Book Review
Title: "Situations Matter: Understanding How Context Transforms Your World"
Author: Sam Sommers
Publisher: Riverhead Books, 2012; 304 pages; $14.91 at

Do you consider yourself a rugged individualist, like John Wayne or Ayn Rand? Well, get over yourself.

In his new book, "Situations Matter," Tufts University professor Sam Sommers makes a very strong argument that our personalities aren’t nearly as stable or as strong as we think, and that the people, places and things that make up the context — the situations — we’re engrossed in exert much more powerful influences on our choices, our relationships and our behavior than you might think.

In "Situations Matter," Sommers drills down into what he calls the "robust power of situations" with the declared aim of making you, if not a better person, certainly a more effective one, especially if you work in "people" fields, like sales, marketing and management, or if you ever (like Sommers) find yourself trying to prod a hotel voucher out of a harassed customer service agent at a Newark, N.J., airline counter.

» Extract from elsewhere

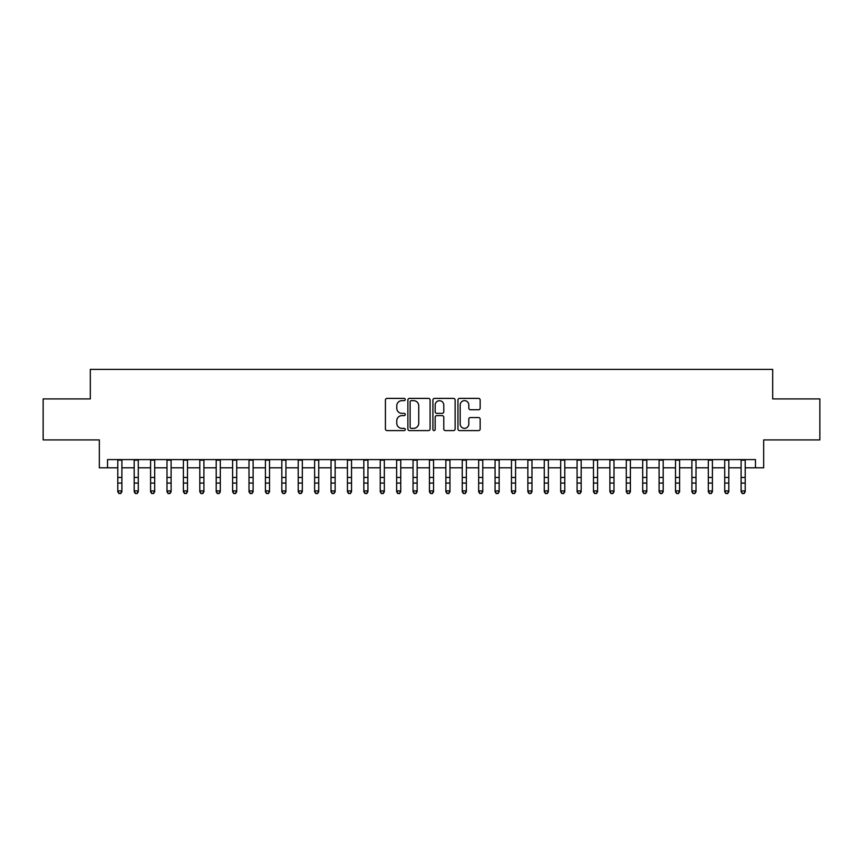 <?xml version="1.0" encoding="UTF-8"?>
<svg xmlns="http://www.w3.org/2000/svg" width="863" height="863" viewBox="0 0 863 863"><rect width="100%" height="100%" fill="white"/><g stroke="black" fill="none" stroke-linecap="round" stroke-linejoin="round"><path stroke-width="1.29" d="M405.254 399.526A1.122 1.122 0 0 0 404.132 398.393L387.023 398.393A1.607 1.607 0 0 0 385.416 400.001L385.416 428.987A1.607 1.607 0 0 0 387.023 430.594L404.132 430.594A1.122 1.122 0 0 0 405.254 429.472A1.122 1.122 0 0 0 404.132 428.339L401.91 428.339A5.156 5.156 0 0 1 396.764 423.194L396.764 420.777A5.156 5.156 0 0 1 401.91 415.621L404.132 415.621A1.122 1.122 0 0 0 405.254 414.499A1.122 1.122 0 0 0 404.132 413.366L401.91 413.366A5.156 5.156 0 0 1 396.764 408.221L396.764 405.804A5.156 5.156 0 0 1 401.91 400.648L404.132 400.648A1.122 1.122 0 0 0 405.254 399.526M478.555 409.742A1.607 1.607 0 0 0 480.162 408.134L480.162 400.001A1.607 1.607 0 0 0 478.555 398.393L459.558 398.393A1.607 1.607 0 0 0 457.951 400.001L457.951 428.987A1.607 1.607 0 0 0 459.558 430.594L478.555 430.594A1.607 1.607 0 0 0 480.162 428.987L480.162 419.159A1.607 1.607 0 0 0 478.555 417.552L470.421 417.552A1.607 1.607 0 0 0 468.814 419.159L468.814 424.035A4.304 4.304 0 0 1 464.51 428.339A4.304 4.304 0 0 1 460.195 424.035L460.195 404.952A4.304 4.304 0 0 1 464.51 400.648A4.304 4.304 0 0 1 468.814 404.952L468.814 408.134A1.607 1.607 0 0 0 470.421 409.742L478.555 409.742M107.53 467.811L107.53 459.601L755.47 459.601L755.47 467.811L763.669 467.811L763.669 439.925L819.85 439.925L819.85 398.911L772.687 398.911L772.687 369.386L90.313 369.386L90.313 398.911L43.15 398.911L43.15 439.925L99.331 439.925L99.331 467.811L117.789 467.811M430.087 400.001A1.607 1.607 0 0 0 428.48 398.393L409.483 398.393A1.607 1.607 0 0 0 407.875 400.001L407.875 428.987A1.607 1.607 0 0 0 409.483 430.594L428.48 430.594A1.607 1.607 0 0 0 430.087 428.987L430.087 400.001M434.521 398.393L453.517 398.393A1.607 1.607 0 0 1 455.125 400.001L455.125 428.987A1.607 1.607 0 0 1 453.517 430.594L445.384 430.594A1.607 1.607 0 0 1 443.776 428.987L443.776 417.228A1.607 1.607 0 0 0 442.169 415.621L436.775 415.621A1.607 1.607 0 0 0 435.168 417.228L435.168 429.472A1.122 1.122 0 0 1 434.035 430.594A1.122 1.122 0 0 1 432.913 429.472L432.913 400.001A1.607 1.607 0 0 1 434.521 398.393M121.888 467.811L134.186 467.811M138.285 467.811L150.594 467.811M154.693 467.811L166.991 467.811M171.101 467.811L183.398 467.811M187.498 467.811L199.806 467.811M203.905 467.811L216.203 467.811M220.302 467.811L232.611 467.811M236.71 467.811L249.008 467.811M253.118 467.811L265.416 467.811M269.515 467.811L281.823 467.811M285.923 467.811L298.22 467.811M302.32 467.811L314.628 467.811M318.727 467.811L331.025 467.811M335.135 467.811L347.433 467.811M351.532 467.811L363.841 467.811M367.94 467.811L380.238 467.811M384.337 467.811L396.646 467.811M400.745 467.811L413.043 467.811M417.142 467.811L429.45 467.811M433.55 467.811L445.858 467.811M449.957 467.811L462.255 467.811M466.354 467.811L478.663 467.811M482.762 467.811L495.06 467.811M499.159 467.811L511.468 467.811M515.567 467.811L527.865 467.811M531.975 467.811L544.273 467.811M548.372 467.811L560.68 467.811M564.78 467.811L577.077 467.811M581.177 467.811L593.485 467.811M597.584 467.811L609.882 467.811M613.992 467.811L626.29 467.811M630.389 467.811L642.698 467.811M646.797 467.811L659.095 467.811M663.194 467.811L675.502 467.811M679.602 467.811L691.899 467.811M696.01 467.811L708.307 467.811M712.407 467.811L724.715 467.811M728.814 467.811L741.112 467.811M745.211 467.811L755.47 467.811M411.252 400.648A1.122 1.122 0 0 0 410.13 401.78L410.13 427.217A1.122 1.122 0 0 0 411.252 428.339L413.593 428.339A5.156 5.156 0 0 0 418.738 423.194L418.738 405.804A5.156 5.156 0 0 0 413.593 400.648L411.252 400.648M443.776 405.038A4.304 4.304 0 0 0 439.472 400.734A4.304 4.304 0 0 0 435.168 405.038L435.168 411.759A1.607 1.607 0 0 0 436.775 413.366L442.169 413.366A1.607 1.607 0 0 0 443.776 411.759L443.776 405.038M121.888 459.601L121.888 491.813L120.658 493.614L119.018 493.248L120.658 493.614M117.789 459.601L117.789 490.896L121.888 490.896L120.658 493.248M119.018 493.614L117.789 491.813L117.789 490.896L119.018 493.248M138.285 459.601L138.285 491.813L137.055 493.614L135.415 493.248L137.055 493.614M134.186 459.601L134.186 490.896L138.285 490.896L137.055 493.248M135.415 493.614L134.186 491.813L134.186 490.896L135.415 493.248M154.693 459.601L154.693 491.813L153.463 493.614L151.823 493.248L153.463 493.614M150.594 459.601L150.594 490.896L154.693 490.896L153.463 493.248M151.823 493.614L150.594 491.813L150.594 490.896L151.823 493.248M171.101 459.601L171.101 491.813L169.871 493.614L168.231 493.248L169.871 493.614M166.991 459.601L166.991 490.896L171.101 490.896L169.871 493.248M168.231 493.614L166.991 491.813L166.991 490.896L168.231 493.248M187.498 459.601L187.498 491.813L186.268 493.614L184.628 493.248L186.268 493.614M183.398 459.601L183.398 490.896L187.498 490.896L186.268 493.248M184.628 493.614L183.398 491.813L183.398 490.896L184.628 493.248M203.905 459.601L203.905 491.813L202.676 493.614L201.036 493.248L202.676 493.614M199.806 459.601L199.806 490.896L203.905 490.896L202.676 493.248M201.036 493.614L199.806 491.813L199.806 490.896L201.036 493.248M220.302 459.601L220.302 491.813L219.073 493.614L217.433 493.248L219.073 493.614M216.203 459.601L216.203 490.896L220.302 490.896L219.073 493.248M217.433 493.614L216.203 491.813L216.203 490.896L217.433 493.248M236.71 459.601L236.71 491.813L235.48 493.614L233.841 493.248L235.48 493.614M232.611 459.601L232.611 490.896L236.71 490.896L235.48 493.248M233.841 493.614L232.611 491.813L232.611 490.896L233.841 493.248M253.118 459.601L253.118 491.813L251.888 493.614L250.238 493.248L251.888 493.614M249.008 459.601L249.008 490.896L253.118 490.896L251.888 493.248M250.238 493.614L249.008 491.813L249.008 490.896L250.238 493.248M269.515 459.601L269.515 491.813L268.285 493.614L266.645 493.248L268.285 493.614M265.416 459.601L265.416 490.896L269.515 490.896L268.285 493.248M266.645 493.614L265.416 491.813L265.416 490.896L266.645 493.248M285.923 459.601L285.923 491.813L284.693 493.614L283.053 493.248L284.693 493.614M281.823 459.601L281.823 490.896L285.923 490.896L284.693 493.248M283.053 493.614L281.823 491.813L281.823 490.896L283.053 493.248M302.32 459.601L302.32 491.813L301.09 493.614L299.45 493.248L301.09 493.614M298.22 459.601L298.22 490.896L302.32 490.896L301.09 493.248M299.45 493.614L298.22 491.813L298.22 490.896L299.45 493.248M318.727 459.601L318.727 491.813L317.498 493.614L315.858 493.248L317.498 493.614M314.628 459.601L314.628 490.896L318.727 490.896L317.498 493.248M315.858 493.614L314.628 491.813L314.628 490.896L315.858 493.248M335.135 459.601L335.135 491.813L333.895 493.614L332.255 493.248L333.895 493.614M331.025 459.601L331.025 490.896L335.135 490.896L333.895 493.248M332.255 493.614L331.025 491.813L331.025 490.896L332.255 493.248M351.532 459.601L351.532 491.813L350.302 493.614L348.663 493.248L350.302 493.614M347.433 459.601L347.433 490.896L351.532 490.896L350.302 493.248M348.663 493.614L347.433 491.813L347.433 490.896L348.663 493.248M367.94 459.601L367.94 491.813L366.71 493.614L365.071 493.248L366.71 493.614M363.841 459.601L363.841 490.896L367.94 490.896L366.71 493.248M365.071 493.614L363.841 491.813L363.841 490.896L365.071 493.248M384.337 459.601L384.337 491.813L383.107 493.614L381.468 493.248L383.107 493.614M380.238 459.601L380.238 490.896L384.337 490.896L383.107 493.248M381.468 493.614L380.238 491.813L380.238 490.896L381.468 493.248M400.745 459.601L400.745 491.813L399.515 493.614L397.875 493.248L399.515 493.614M396.646 459.601L396.646 490.896L400.745 490.896L399.515 493.248M397.875 493.614L396.646 491.813L396.646 490.896L397.875 493.248M417.142 459.601L417.142 491.813L415.912 493.614L414.272 493.248L415.912 493.614M413.043 459.601L413.043 490.896L417.142 490.896L415.912 493.248M414.272 493.614L413.043 491.813L413.043 490.896L414.272 493.248M433.55 459.601L433.55 491.813L432.32 493.614L430.68 493.248L432.32 493.614M429.45 459.601L429.45 490.896L433.55 490.896L432.32 493.248M430.68 493.614L429.45 491.813L429.45 490.896L430.68 493.248M449.957 459.601L449.957 491.813L448.728 493.614L447.088 493.248L448.728 493.614M445.858 459.601L445.858 490.896L449.957 490.896L448.728 493.248M447.088 493.614L445.858 491.813L445.858 490.896L447.088 493.248M466.354 459.601L466.354 491.813L465.125 493.614L463.485 493.248L465.125 493.614M462.255 459.601L462.255 490.896L466.354 490.896L465.125 493.248M463.485 493.614L462.255 491.813L462.255 490.896L463.485 493.248M482.762 459.601L482.762 491.813L481.532 493.614L479.893 493.248L481.532 493.614M478.663 459.601L478.663 490.896L482.762 490.896L481.532 493.248M479.893 493.614L478.663 491.813L478.663 490.896L479.893 493.248M499.159 459.601L499.159 491.813L497.929 493.614L496.29 493.248L497.929 493.614M495.06 459.601L495.06 490.896L499.159 490.896L497.929 493.248M496.29 493.614L495.06 491.813L495.06 490.896L496.29 493.248M515.567 459.601L515.567 491.813L514.337 493.614L512.698 493.248L514.337 493.614M511.468 459.601L511.468 490.896L515.567 490.896L514.337 493.248M512.698 493.614L511.468 491.813L511.468 490.896L512.698 493.248M531.975 459.601L531.975 491.813L530.745 493.614L529.105 493.248L530.745 493.614M527.865 459.601L527.865 490.896L531.975 490.896L530.745 493.248M529.105 493.614L527.865 491.813L527.865 490.896L529.105 493.248M548.372 459.601L548.372 491.813L547.142 493.614L545.502 493.248L547.142 493.614M544.273 459.601L544.273 490.896L548.372 490.896L547.142 493.248M545.502 493.614L544.273 491.813L544.273 490.896L545.502 493.248M564.78 459.601L564.78 491.813L563.55 493.614L561.91 493.248L563.55 493.614M560.68 459.601L560.68 490.896L564.78 490.896L563.55 493.248M561.91 493.614L560.68 491.813L560.68 490.896L561.91 493.248M581.177 459.601L581.177 491.813L579.947 493.614L578.307 493.248L579.947 493.614M577.077 459.601L577.077 490.896L581.177 490.896L579.947 493.248M578.307 493.614L577.077 491.813L577.077 490.896L578.307 493.248M597.584 459.601L597.584 491.813L596.355 493.614L594.715 493.248L596.355 493.614M593.485 459.601L593.485 490.896L597.584 490.896L596.355 493.248M594.715 493.614L593.485 491.813L593.485 490.896L594.715 493.248M613.992 459.601L613.992 491.813L612.762 493.614L611.112 493.248L612.762 493.614M609.882 459.601L609.882 490.896L613.992 490.896L612.762 493.248M611.112 493.614L609.882 491.813L609.882 490.896L611.112 493.248M630.389 459.601L630.389 491.813L629.159 493.614L627.52 493.248L629.159 493.614M626.29 459.601L626.29 490.896L630.389 490.896L629.159 493.248M627.52 493.614L626.29 491.813L626.29 490.896L627.52 493.248M646.797 459.601L646.797 491.813L645.567 493.614L643.927 493.248L645.567 493.614M642.698 459.601L642.698 490.896L646.797 490.896L645.567 493.248M643.927 493.614L642.698 491.813L642.698 490.896L643.927 493.248M663.194 459.601L663.194 491.813L661.964 493.614L660.324 493.248L661.964 493.614M659.095 459.601L659.095 490.896L663.194 490.896L661.964 493.248M660.324 493.614L659.095 491.813L659.095 490.896L660.324 493.248M679.602 459.601L679.602 491.813L678.372 493.614L676.732 493.248L678.372 493.614M675.502 459.601L675.502 490.896L679.602 490.896L678.372 493.248M676.732 493.614L675.502 491.813L675.502 490.896L676.732 493.248M696.01 459.601L696.01 491.813L694.769 493.614L693.129 493.248L694.769 493.614M691.899 459.601L691.899 490.896L696.01 490.896L694.769 493.248M693.129 493.614L691.899 491.813L691.899 490.896L693.129 493.248M712.407 459.601L712.407 491.813L711.177 493.614L709.537 493.248L711.177 493.614M708.307 459.601L708.307 490.896L712.407 490.896L711.177 493.248M709.537 493.614L708.307 491.813L708.307 490.896L709.537 493.248M728.814 459.601L728.814 491.813L727.585 493.614L725.945 493.248L727.585 493.614M724.715 459.601L724.715 490.896L728.814 490.896L727.585 493.248M725.945 493.614L724.715 491.813L724.715 490.896L725.945 493.248M745.211 459.601L745.211 491.813L743.982 493.614L742.342 493.248L743.982 493.614M741.112 459.601L741.112 490.896L745.211 490.896L743.982 493.248M742.342 493.614L741.112 491.813L741.112 490.896L742.342 493.248M121.888 477.455L117.789 477.455M121.888 483.075L117.789 483.075M121.888 460.141L117.789 460.141M138.285 477.455L134.186 477.455M138.285 483.075L134.186 483.075M138.285 460.141L134.186 460.141M154.693 477.455L150.594 477.455M154.693 483.075L150.594 483.075M154.693 460.141L150.594 460.141M171.101 477.455L166.991 477.455M171.101 483.075L166.991 483.075M171.101 460.141L166.991 460.141M187.498 477.455L183.398 477.455M187.498 483.075L183.398 483.075M187.498 460.141L183.398 460.141M203.905 477.455L199.806 477.455M203.905 483.075L199.806 483.075M203.905 460.141L199.806 460.141M220.302 477.455L216.203 477.455M220.302 483.075L216.203 483.075M220.302 460.141L216.203 460.141M236.71 477.455L232.611 477.455M236.71 483.075L232.611 483.075M236.71 460.141L232.611 460.141M253.118 477.455L249.008 477.455M253.118 483.075L249.008 483.075M253.118 460.141L249.008 460.141M269.515 477.455L265.416 477.455M269.515 483.075L265.416 483.075M269.515 460.141L265.416 460.141M285.923 477.455L281.823 477.455M285.923 483.075L281.823 483.075M285.923 460.141L281.823 460.141M302.32 477.455L298.22 477.455M302.32 483.075L298.22 483.075M302.32 460.141L298.22 460.141M318.727 477.455L314.628 477.455M318.727 483.075L314.628 483.075M318.727 460.141L314.628 460.141M335.135 477.455L331.025 477.455M335.135 483.075L331.025 483.075M335.135 460.141L331.025 460.141M351.532 477.455L347.433 477.455M351.532 483.075L347.433 483.075M351.532 460.141L347.433 460.141M367.94 477.455L363.841 477.455M367.94 483.075L363.841 483.075M367.94 460.141L363.841 460.141M384.337 477.455L380.238 477.455M384.337 483.075L380.238 483.075M384.337 460.141L380.238 460.141M400.745 477.455L396.646 477.455M400.745 483.075L396.646 483.075M400.745 460.141L396.646 460.141M417.142 477.455L413.043 477.455M417.142 483.075L413.043 483.075M417.142 460.141L413.043 460.141M433.55 477.455L429.45 477.455M433.55 483.075L429.45 483.075M433.55 460.141L429.45 460.141M449.957 477.455L445.858 477.455M449.957 483.075L445.858 483.075M449.957 460.141L445.858 460.141M466.354 477.455L462.255 477.455M466.354 483.075L462.255 483.075M466.354 460.141L462.255 460.141M482.762 477.455L478.663 477.455M482.762 483.075L478.663 483.075M482.762 460.141L478.663 460.141M499.159 477.455L495.06 477.455M499.159 483.075L495.06 483.075M499.159 460.141L495.06 460.141M515.567 477.455L511.468 477.455M515.567 483.075L511.468 483.075M515.567 460.141L511.468 460.141M531.975 477.455L527.865 477.455M531.975 483.075L527.865 483.075M531.975 460.141L527.865 460.141M548.372 477.455L544.273 477.455M548.372 483.075L544.273 483.075M548.372 460.141L544.273 460.141M564.78 477.455L560.68 477.455M564.78 483.075L560.68 483.075M564.78 460.141L560.68 460.141M581.177 477.455L577.077 477.455M581.177 483.075L577.077 483.075M581.177 460.141L577.077 460.141M597.584 477.455L593.485 477.455M597.584 483.075L593.485 483.075M597.584 460.141L593.485 460.141M613.992 477.455L609.882 477.455M613.992 483.075L609.882 483.075M613.992 460.141L609.882 460.141M630.389 477.455L626.29 477.455M630.389 483.075L626.29 483.075M630.389 460.141L626.29 460.141M646.797 477.455L642.698 477.455M646.797 483.075L642.698 483.075M646.797 460.141L642.698 460.141M663.194 477.455L659.095 477.455M663.194 483.075L659.095 483.075M663.194 460.141L659.095 460.141M679.602 477.455L675.502 477.455M679.602 483.075L675.502 483.075M679.602 460.141L675.502 460.141M696.01 477.455L691.899 477.455M696.01 483.075L691.899 483.075M696.01 460.141L691.899 460.141M712.407 477.455L708.307 477.455M712.407 483.075L708.307 483.075M712.407 460.141L708.307 460.141M728.814 477.455L724.715 477.455M728.814 483.075L724.715 483.075M728.814 460.141L724.715 460.141M745.211 477.455L741.112 477.455M745.211 483.075L741.112 483.075M745.211 460.141L741.112 460.141"/></g></svg>

Here are a couple of Sommers’ most profound insights on the critical importance of context. I give them with the caveat that this book is stuffed to the brim with such smarts, so if you find these gems interesting or are in a profession that requires you to interface with or understand other people, you’re likely to find this book to be a game-changer and perspective-shifter.

1. "WYSIWYG" is the exception, not the rule, for understanding human behavior. Throughout "Situations Matter," Sommers proves the point that What You See Is rarely, rarely What You Get when it comes to explaining what causes people to act as they do, join up with others, remain isolated, tip poorly, confess to crimes they did not commit, come off as smart, come off as incompetent, and even fail to help others who appear to clearly need it.

Much more often than not, researchers have shown that the primary drivers of these behaviors are not our inherent brilliance, deep-down incompetence, core stinginess or plain old rottenness. Rather, contextual factors like whether you’re running late or whether you’re in a crowd of others and, so, feel anonymous, have enormous impact on our actions in a given situation.

The more we can begin to appreciate and account for (a) the fact that a person’s bad behavior in one moment does not necessarily warrant writing them off as a numbskull, and (b) the actual situational factors at play that might be influencing decisions and behaviors, the more effective we can be at shaping those factors and, to be frank, getting what we want.

2. Conformity is both friend and foe. The human inclination to go with the flow, following social norms and rules, is most markedly our friend when it comes to things like traffic safety. Turns out, though, that the pressure to avoid violating norms is so strong an influence on human behavior that it’s also the dear friend of marketers who want to get people to buy things and much more nefarious others (think: Jim Jones’ Guyana horror and the Heaven’s Gate mass suicide) who want to coerce people to do bizarre, self-destructive things.

In both these nightmarish scenarios, investigators reported finding extensive evidence of identical dress, communal living, renouncing birth names, and other strategies cult leaders use to create mindless conformity in the months and years leading up to the ultimate conformist act.

Sommers says that those who want to create behavior change in others should take note, seeding their own tip jars with a couple of bucks, for example. And those who want to interrupt conformity in their families or communities, say, to stop candy grubbing at Halloween, should do anything they can to emphasize the individual identities of their subjects (Hint: Ask the costumed munchkins their names and what street they live on).